(Data for this exercise)

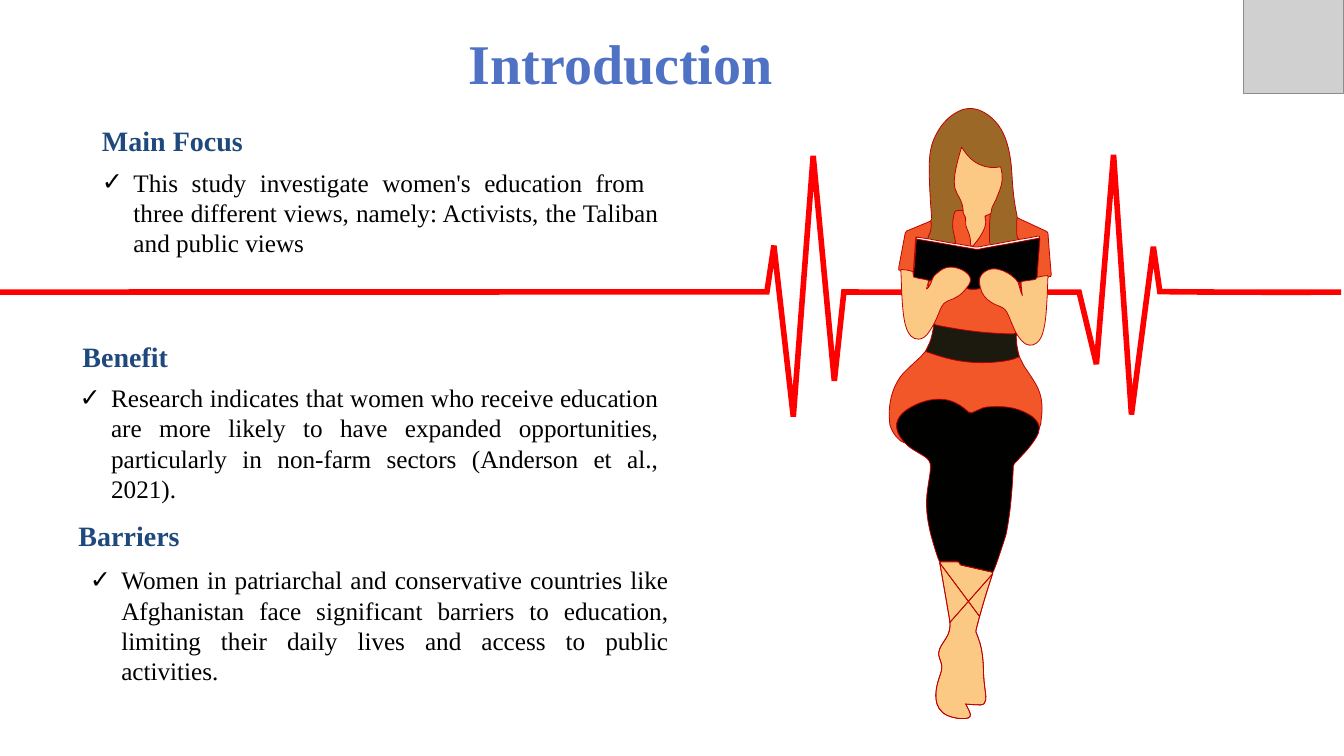
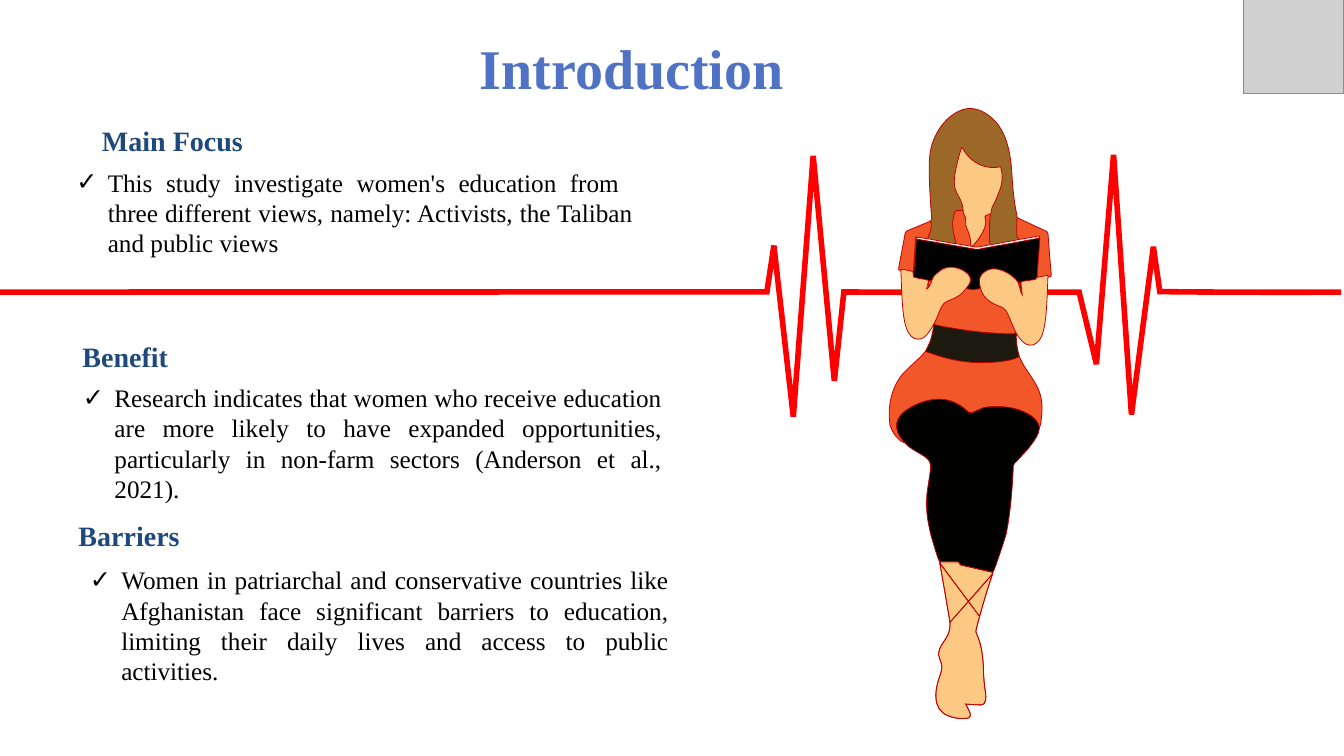
Before and after one commit to Saboor-Hamedi/Master-Thesis, a slide deck: slide 4 of thesis presentation/Thesis Presetation.pptx. Drawn at 1344x756 pixels with LibreOffice and Linux fonts; fonts in the diff are those of the drawing; grey boxes stand for pictures; background and template pictures are left out. Boxes give left, top, right and bottom in pixels: in the first picture for what was removed or moved away, otherwise in the second. Text is boxed around its words. In the diff, an @@ line names an element or a change of style, - is before the commit and + after.

```diff
--- a/thesis presentation/Thesis Presetation.pptx
+++ b/thesis presentation/Thesis Presetation.pptx
@@ text "Introduction": place and size @@
-text "Introduction" at bbox=[469, 45, 773, 85]
+text "Introduction" at bbox=[480, 50, 784, 90]
@@ text "This study investigate women's education ...": place and size @@
-text "This study investigate women's education ..." at bbox=[133, 174, 658, 258]
+text "This study investigate women's education ..." at bbox=[108, 174, 632, 258]
@@ text "Research indicates that women who ...": place and size @@
-text "Research indicates that women who ..." at bbox=[111, 389, 658, 503]
+text "Research indicates that women who ..." at bbox=[114, 389, 662, 503]
```
Also in this commit, not shown: 15 other slides changed, 2 slides added, 4 slides removed.

(End Data for this exercise)

■ Problem to solve
Only lines with the word "investigate" are needed. Copy them from the preceding records.

■ Exercise output
@@ text "This study investigate women's education ...": place and size @@
-text "This study investigate women's education ..." at bbox=[133, 174, 658, 258]
+text "This study investigate women's education ..." at bbox=[108, 174, 632, 258]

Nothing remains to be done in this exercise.